I'm a computer scientist teaching algorithms development in the Fall. One of the algorithms we teach is called Edit Distance, and our folklore is that it is used to compare RNA sequences (is this actually true in practice?).
I would like to have students implement the edit distance algorithm and run it on actual SARS-COV-2 sequences, so I'm trying to understand exactly what I get from the GenBank database. I downloaded this one: https://www.ncbi.nlm.nih.gov/nuccore/1798174254
I am looking at the genomic.fna file. So this is apparently the FASTA file format, and the lines that begin with >MN988669.1 ... are comments. I see comments like:
>MN988669.1 Severe acute respiratory syndrome coronavirus 2 isolate 2019-nCoV WHU02, complete genome
Followed by an RNA string. Is this the start of a new sequence for a different coronavirus specimen? So I could have students extract each of these and run edit distance and then produce a dendrogram or something? How do I find more information on where the samples came from? Is this the right file to be using, or should I use the gbff file? And are the PDB files interesting to me at all (I actually do know what PDB files are)?

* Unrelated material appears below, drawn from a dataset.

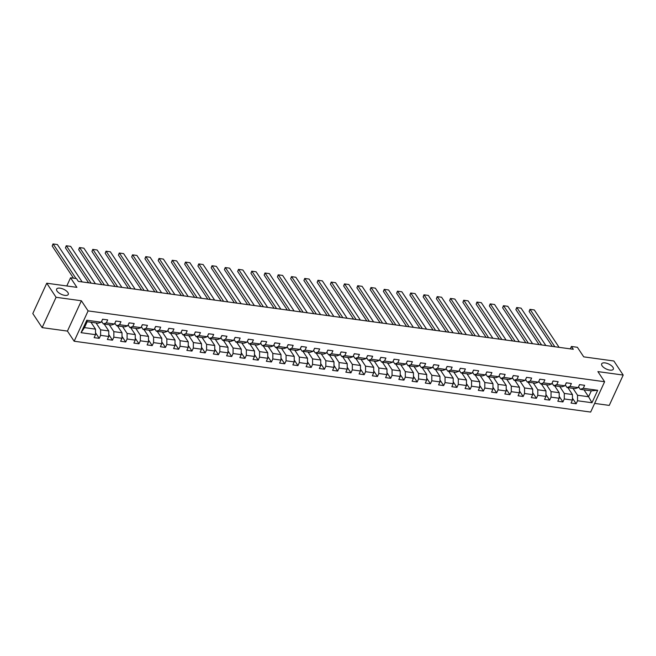<?xml version="1.0" encoding="UTF-8"?>
<svg xmlns="http://www.w3.org/2000/svg" width="656" height="656" viewBox="0 0 656 656"><rect width="100%" height="100%" fill="white"/><g stroke="black" fill="none" stroke-linecap="round" stroke-linejoin="round"><path stroke-width="0.98" d="M602.06 365.769A6.404 2.78 -155.3 0 1 601.675 363.842A6.404 2.78 -155.3 0 1 606.849 363.301A6.404 2.78 -155.3 0 1 612.934 367.262A6.404 2.78 -155.3 0 1 613.319 369.197A6.404 2.78 -155.3 0 1 608.137 369.73A6.404 2.78 -155.3 0 1 602.06 365.769M57.023 291.026A6.404 2.78 -155.3 0 1 56.629 289.091A6.404 2.78 -155.3 0 1 61.812 288.558A6.404 2.78 -155.3 0 1 67.888 292.519A6.404 2.78 -155.3 0 1 68.273 294.446A6.404 2.78 -155.3 0 1 63.099 294.979A6.404 2.78 -155.3 0 1 57.023 291.026M594.648 403.399L609.252 405.4L623.2 375.068L613.868 360.997L583.725 356.856L577.378 347.286L571.433 346.466L570.326 348.877M74.153 341.227L590.662 412.066L604.611 381.735L88.101 310.903L74.153 341.227L67.437 331.091L81.385 300.768L56.08 297.291L42.132 327.623L67.437 331.091M42.132 327.623L32.8 313.543L46.748 283.22L76.9 287.353L70.553 277.775L66.789 285.967M56.08 297.291L46.748 283.22M584.012 389.844L588.588 396.749L591.302 390.845L580.257 389.336L583.258 388.311L584.635 385.318L579.543 384.613L578.166 387.606L570.015 386.491L571.384 383.498L566.292 382.801L564.914 385.794L556.764 384.67L558.141 381.685L553.041 380.98L551.671 383.973L543.512 382.858L544.89 379.865L539.798 379.168L538.42 382.161L530.269 381.038L531.647 378.045L526.547 377.348L525.169 380.341L517.018 379.225L518.396 376.232L513.304 375.535L511.926 378.52L503.775 377.405L505.145 374.412L500.052 373.715L498.675 376.708L490.524 375.593L491.902 372.6L486.801 371.895L485.432 374.888L477.273 373.772L478.65 370.779L473.558 370.082L472.181 373.075L464.03 371.952L465.399 368.967L460.307 368.262L458.929 371.255L450.779 370.14L452.156 367.147L447.056 366.45L445.686 369.443L437.527 368.319L438.905 365.326L433.813 364.629L432.435 367.622L424.284 366.507L425.662 363.514L420.562 362.817L419.184 365.802L411.033 364.687L412.411 361.694L407.319 360.997L405.941 363.99L397.79 362.875L399.16 359.882L394.067 359.176L392.69 362.169L384.539 361.054L385.917 358.061L380.816 357.364L379.447 360.357L371.288 359.234L372.665 356.249L367.573 355.544L366.196 358.537L358.045 357.422L359.414 354.429L354.322 353.732L352.944 356.725L344.794 355.601L346.171 352.608L341.071 351.911L339.701 354.904L331.542 353.789L332.92 350.796L327.828 350.099L326.45 353.084L318.299 351.969L319.677 348.976L314.577 348.279L313.199 351.272L305.048 350.156L306.426 347.163L301.334 346.458L299.956 349.451L291.805 348.336L293.175 345.343L288.082 344.646L286.705 347.639L278.554 346.516L279.932 343.531L274.831 342.826L273.462 345.819L265.303 344.703L266.68 341.71L261.588 341.013L260.211 344.006L252.06 342.883L253.429 339.89L248.337 339.193L246.959 342.186L238.809 341.071L240.186 338.078L235.086 337.381L233.716 340.366L225.557 339.25L226.935 336.257L221.843 335.56L220.465 338.553L212.314 337.438L213.692 334.445L208.592 333.74L207.214 336.733L199.063 335.618L200.441 332.625L195.349 331.928L193.971 334.921L185.82 333.797L187.19 330.813L182.097 330.107L180.72 333.1L172.569 331.985L173.947 328.992L168.846 328.295L167.469 331.288L159.318 330.165L160.695 327.172L155.603 326.475L154.226 329.468L146.075 328.353L147.444 325.36L142.352 324.663L140.974 327.647L132.824 326.532L134.201 323.539L129.101 322.842L127.731 325.835L119.572 324.72L120.95 321.727L115.858 321.022L114.48 324.015L106.329 322.9L107.707 319.907L102.607 319.21L101.229 322.203L86.797 320.218L81.065 332.682L84.476 327.615L95.514 329.132L90.946 322.227M583.258 388.311L597.698 390.287L591.966 402.743L577.526 400.767L576.157 403.76L572.442 398.151M81.065 332.682L95.505 334.658L94.128 337.651L99.22 338.348L100.598 335.355L108.748 336.479L107.371 339.472L112.471 340.169L113.849 337.176L122 338.291L120.622 341.284L125.714 341.981L127.092 338.996L135.243 340.111L133.873 343.104L138.965 343.801L140.343 340.808L148.494 341.924L147.116 344.917L152.217 345.622L153.586 342.629L161.745 343.744L160.367 346.737L165.46 347.434L166.837 344.441L174.988 345.564L173.61 348.549L178.711 349.254L180.088 346.261L188.239 347.377L186.862 350.37L191.954 351.067L193.331 348.074L201.49 349.197L200.113 352.19L205.205 352.887L206.583 349.894L214.733 351.009L213.356 354.002L218.456 354.699L219.834 351.714L227.985 352.83L226.607 355.823L231.699 356.52L233.077 353.527L241.228 354.642L239.858 357.635L244.95 358.34L246.328 355.347L254.479 356.462L253.101 359.455L258.202 360.152L259.571 357.159L267.73 358.283L266.352 361.267L271.445 361.973L272.822 358.98L280.973 360.095L279.595 363.088L284.696 363.785L286.073 360.792L294.224 361.915L292.847 364.908L297.939 365.605L299.316 362.612L307.475 363.727L306.098 366.72L311.19 367.417L312.568 364.433L320.718 365.548L319.341 368.541L324.441 369.238L325.819 366.245L333.97 367.36L332.592 370.353L337.684 371.058L339.062 368.065L347.213 369.18L345.843 372.173L350.935 372.87L352.313 369.877L360.464 371.001L359.086 373.986L364.187 374.691L365.556 371.698L373.715 372.813L372.337 375.806L377.43 376.503L378.807 373.51L386.958 374.633L385.58 377.626L390.681 378.323L392.058 375.33L400.209 376.446L398.832 379.439L403.924 380.136L405.301 377.151L413.46 378.266L412.083 381.259L417.175 381.956L418.553 378.963L426.703 380.078L425.326 383.071L430.426 383.776L431.804 380.783L439.955 381.899L438.577 384.892L443.669 385.589L445.047 382.596L453.198 383.719L451.828 386.704L456.92 387.409L458.298 384.416L466.449 385.531L465.071 388.524L470.172 389.221L471.541 386.228L479.7 387.352L478.322 390.345L483.415 391.042L484.792 388.049L492.943 389.164L491.565 392.157L496.666 392.854L498.043 389.869L506.194 390.984L504.817 393.977L509.909 394.674L511.286 391.681L519.445 392.796L518.068 395.789L523.16 396.495L524.538 393.502L532.688 394.617L531.311 397.61L536.411 398.307L537.789 395.314L545.94 396.437L544.562 399.422L549.654 400.127L551.032 397.134L559.183 398.249L557.813 401.242L562.905 401.939L564.283 398.946L572.434 400.07L571.056 403.063L576.157 403.76M70.553 277.775L76.498 278.595L78.367 281.408L573.303 349.287L571.433 346.466M578.166 387.606L575.164 388.631L567.014 387.516L565.308 384.941M567.875 387.639L572.45 394.535L564.299 393.42L559.724 386.515M567.014 387.516L570.015 386.491M572.434 400.07L572.45 394.535M564.283 398.946L564.299 393.42M564.914 385.794L561.913 386.819L553.762 385.703L552.057 383.129M554.632 385.818L559.199 392.723L551.048 391.599L546.473 384.703M553.762 385.703L556.764 384.67M559.183 398.249L559.199 392.723M551.032 397.134L551.048 391.599M551.671 383.973L548.67 384.998L540.511 383.883L538.814 381.308M541.38 383.998L545.956 390.902L537.797 389.787L533.23 382.883M540.511 383.883L543.512 382.858M545.94 396.437L545.956 390.902M537.789 395.314L537.797 389.787M538.42 382.161L535.419 383.186L527.268 382.063L525.563 379.496M528.129 382.186L532.705 389.09L524.554 387.967L519.978 381.07M527.268 382.063L530.269 381.038M532.688 394.617L532.705 389.09M524.538 393.502L524.554 387.967M525.169 380.341L522.168 381.366L514.017 380.25L512.311 377.676M514.886 380.365L519.454 387.27L511.303 386.154L506.735 379.25M514.017 380.25L517.018 379.225M519.445 392.796L519.454 387.27M511.286 391.681L511.303 386.154M511.926 378.52L508.925 379.553L500.774 378.43L499.068 375.863M501.635 378.553L506.211 385.449L498.06 384.334L493.484 377.43M500.774 378.43L503.775 377.405M506.194 390.984L506.211 385.449M498.043 389.869L498.06 384.334M498.675 376.708L495.674 377.733L487.523 376.618L485.817 374.043M488.392 376.733L492.959 383.637L484.809 382.514L480.233 375.617M487.523 376.618L490.524 375.593M492.943 389.164L492.959 383.637M484.792 388.049L484.809 382.514M485.432 374.888L482.431 375.913L474.272 374.797L472.566 372.223M475.141 374.92L479.716 381.817L471.557 380.701L466.99 373.797M474.272 374.797L477.273 373.772M479.7 387.352L479.716 381.817M471.541 386.228L471.557 380.701M472.181 373.075L469.179 374.1L461.029 372.985L459.323 370.41M461.89 373.1L466.465 380.004L458.314 378.881L453.739 371.985M461.029 372.985L464.03 371.952M466.449 385.531L466.465 380.004M458.298 384.416L458.314 378.881M458.929 371.255L455.928 372.28L447.777 371.165L446.072 368.59M448.647 371.28L453.214 378.184L445.063 377.069L440.488 370.164M447.777 371.165L450.779 370.14M453.198 383.719L453.214 378.184M445.047 382.596L445.063 377.069M445.686 369.443L442.685 370.468L434.526 369.344L432.829 366.778M435.395 369.467L439.971 376.364L431.812 375.248L427.245 368.352M434.526 369.344L437.527 368.319M439.955 381.899L439.971 376.364M431.804 380.783L431.812 375.248M432.435 367.622L429.434 368.647L421.283 367.532L419.578 364.957M422.144 367.647L426.72 374.551L418.569 373.436L413.993 366.532M421.283 367.532L424.284 366.507M426.703 380.078L426.72 374.551M418.553 378.963L418.569 373.436M419.184 365.802L416.183 366.835L408.032 365.712L406.326 363.145M408.901 365.835L413.469 372.731L405.318 371.616L400.75 364.711M408.032 365.712L411.033 364.687M413.46 378.266L413.469 372.731M405.301 377.151L405.318 371.616M405.941 363.99L402.94 365.015L394.789 363.9L393.083 361.325M395.65 364.014L400.226 370.919L392.075 369.795L387.499 362.899M394.789 363.9L397.79 362.875M400.209 376.446L400.226 370.919M392.058 375.33L392.075 369.795M392.69 362.169L389.689 363.194L381.538 362.079L379.832 359.504M382.407 362.202L386.974 369.098L378.824 367.983L374.248 361.079M381.538 362.079L384.539 361.054M386.958 374.633L386.974 369.098M378.807 373.51L378.824 367.983M379.447 360.357L376.446 361.382L368.287 360.267L366.581 357.692M369.156 360.382L373.731 367.286L365.572 366.163L361.005 359.267M368.287 360.267L371.288 359.234M373.715 372.813L373.731 367.286M365.556 371.698L365.572 366.163M366.196 358.537L363.194 359.562L355.044 358.447L353.338 355.872M355.905 358.561L360.48 365.466L352.329 364.351L347.754 357.446M355.044 358.447L358.045 357.422M360.464 371.001L360.48 365.466M352.313 369.877L352.329 364.351M352.944 356.725L349.943 357.75L341.792 356.626L340.087 354.06M342.662 356.749L347.229 363.645L339.078 362.53L334.503 355.634M341.792 356.626L344.794 355.601M347.213 369.18L347.229 363.645M339.062 368.065L339.078 362.53M339.701 354.904L336.7 355.929L328.541 354.814L326.844 352.239M329.41 354.929L333.986 361.833L325.827 360.718L321.26 353.814M328.541 354.814L331.542 353.789M333.97 367.36L333.986 361.833M325.819 366.245L325.827 360.718M326.45 353.084L323.449 354.117L315.298 352.994L313.593 350.419M316.159 353.117L320.735 360.013L312.584 358.898L308.008 351.993M315.298 352.994L318.299 351.969M320.718 365.548L320.735 360.013M312.568 364.433L312.584 358.898M313.199 351.272L310.198 352.297L302.047 351.181L300.341 348.607M302.916 351.296L307.484 358.201L299.333 357.077L294.765 350.181M302.047 351.181L305.048 350.156M307.475 363.727L307.484 358.201M299.316 362.612L299.333 357.077M299.956 349.451L296.955 350.476L288.804 349.361L287.098 346.786M289.665 349.484L294.241 356.38L286.09 355.265L281.514 348.361M288.804 349.361L291.805 348.336M294.224 361.915L294.241 356.38M286.073 360.792L286.09 355.265M286.705 347.639L283.704 348.664L275.553 347.549L273.847 344.974M276.422 347.664L280.989 354.568L272.839 353.445L268.263 346.548M275.553 347.549L278.554 346.516M280.973 360.095L280.989 354.568M272.822 358.98L272.839 353.445M273.462 345.819L270.461 346.844L262.302 345.728L260.596 343.154M263.171 345.843L267.746 352.748L259.587 351.632L255.02 344.728M262.302 345.728L265.303 344.703M267.73 358.283L267.746 352.748M259.571 357.159L259.587 351.632M260.211 344.006L257.209 345.031L249.059 343.908L247.353 341.341M249.92 344.031L254.495 350.927L246.344 349.812L241.769 342.916M249.059 343.908L252.06 342.883M254.479 356.462L254.495 350.927M246.328 355.347L246.344 349.812M246.959 342.186L243.958 343.211L235.807 342.096L234.102 339.521M236.677 342.211L241.244 349.115L233.093 348L228.518 341.095M235.807 342.096L238.809 341.071M241.228 354.642L241.244 349.115M233.077 353.527L233.093 348M233.716 340.366L230.715 341.399L222.556 340.275L220.859 337.701M223.425 340.398L228.001 347.295L219.842 346.179L215.275 339.275M222.556 340.275L225.557 339.25M227.985 352.83L228.001 347.295M219.834 351.714L219.842 346.179M220.465 338.553L217.464 339.578L209.313 338.463L207.608 335.888M210.174 338.578L214.75 345.482L206.599 344.359L202.023 337.463M209.313 338.463L212.314 337.438M214.733 351.009L214.75 345.482M206.583 349.894L206.599 344.359M207.214 336.733L204.213 337.758L196.062 336.643L194.356 334.068M196.931 336.766L201.499 343.662L193.348 342.547L188.78 335.642M196.062 336.643L199.063 335.618M201.49 349.197L201.499 343.662M193.331 348.074L193.348 342.547M193.971 334.921L190.97 335.946L182.819 334.831L181.113 332.256M183.68 334.945L188.256 341.85L180.105 340.726L175.529 333.83M182.819 334.831L185.82 333.797M188.239 347.377L188.256 341.85M180.088 346.261L180.105 340.726M180.72 333.1L177.719 334.125L169.568 333.01L167.862 330.435M170.429 333.125L175.004 340.029L166.854 338.914L162.278 332.01M169.568 333.01L172.569 331.985M174.988 345.564L175.004 340.029M166.837 344.441L166.854 338.914M167.469 331.288L164.476 332.313L156.317 331.19L154.611 328.623M157.186 331.313L161.761 338.209L153.602 337.094L149.035 330.198M156.317 331.19L159.318 330.165M161.745 343.744L161.761 338.209M153.586 342.629L153.602 337.094M154.226 329.468L151.224 330.493L143.074 329.378L141.368 326.803M143.935 329.492L148.51 336.397L140.359 335.282L135.784 328.377M143.074 329.378L146.075 328.353M148.494 341.924L148.51 336.397M140.343 340.808L140.359 335.282M140.974 327.647L137.973 328.681L129.822 327.557L128.117 324.982M130.692 327.68L135.259 334.576L127.108 333.461L122.533 326.557M129.822 327.557L132.824 326.532M135.243 340.111L135.259 334.576M127.092 338.996L127.108 333.461M127.731 325.835L124.73 326.86L116.571 325.745L114.874 323.17M117.44 325.86L122.016 332.764L113.857 331.641L109.29 324.745M116.571 325.745L119.572 324.72M122 338.291L122.016 332.764M113.849 337.176L113.857 331.641M114.48 324.015L111.479 325.04L103.328 323.925L101.623 321.35M104.189 324.048L108.765 330.944L100.614 329.829L96.038 322.924M103.328 323.925L106.329 322.9M108.748 336.479L108.765 330.944M100.598 335.355L100.614 329.829M101.229 322.203L98.228 323.228L87.191 321.711L86.797 320.218M95.505 334.658L95.514 329.132M81.385 300.768L88.101 310.903M623.2 375.068L597.895 371.599L604.611 381.735M87.191 321.711L84.476 327.615M580.257 389.336L578.551 386.761M572.975 388.336L577.542 395.232L588.588 396.749L591.966 402.743M591.302 390.845L597.698 390.287M577.526 400.767L577.542 395.232M99.22 338.348L95.505 332.748M112.471 340.169L108.757 334.56M125.714 341.981L122 336.38M138.965 343.801L135.251 338.193M152.217 345.622L148.502 340.013M165.46 347.434L161.745 341.833M178.711 349.254L174.996 343.646M191.954 351.067L188.247 345.466M205.205 352.887L201.49 347.278M218.456 354.699L214.742 349.099M231.699 356.52L227.985 350.911M244.95 358.34L241.236 352.731M258.202 360.152L254.487 354.552M271.445 361.973L267.73 356.364M284.696 363.785L280.981 358.184M297.939 365.605L294.232 359.996M311.19 367.417L307.475 361.817M324.441 369.238L320.727 363.629M337.684 371.058L333.97 365.449M350.935 372.87L347.221 367.27M364.187 374.691L360.472 369.082M377.43 376.503L373.715 370.902M390.681 378.323L386.966 372.715M403.924 380.136L400.217 374.535M417.175 381.956L413.46 376.347M430.426 383.776L426.712 378.168M443.669 385.589L439.955 379.988M456.92 387.409L453.206 381.8M470.172 389.221L466.457 383.621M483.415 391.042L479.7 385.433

Also, are there any recommended data sets where we could do something like track mutations in the virus (and see, e.g., that the NYC outbreak originated from Europe and not China)? Are there other useful algorithms / data that might be interesting for students to study in this vein? Specifically interesting to me would be graph-search algorithms, minimum spanning trees, and network flow. Also any NP-complete algorithms that we could run backtracking on. Obviously taking the theoretical study of algorithms to something as currently topical as the coronavirus has pedagogical value.
Based on comments below here is what is taking shape.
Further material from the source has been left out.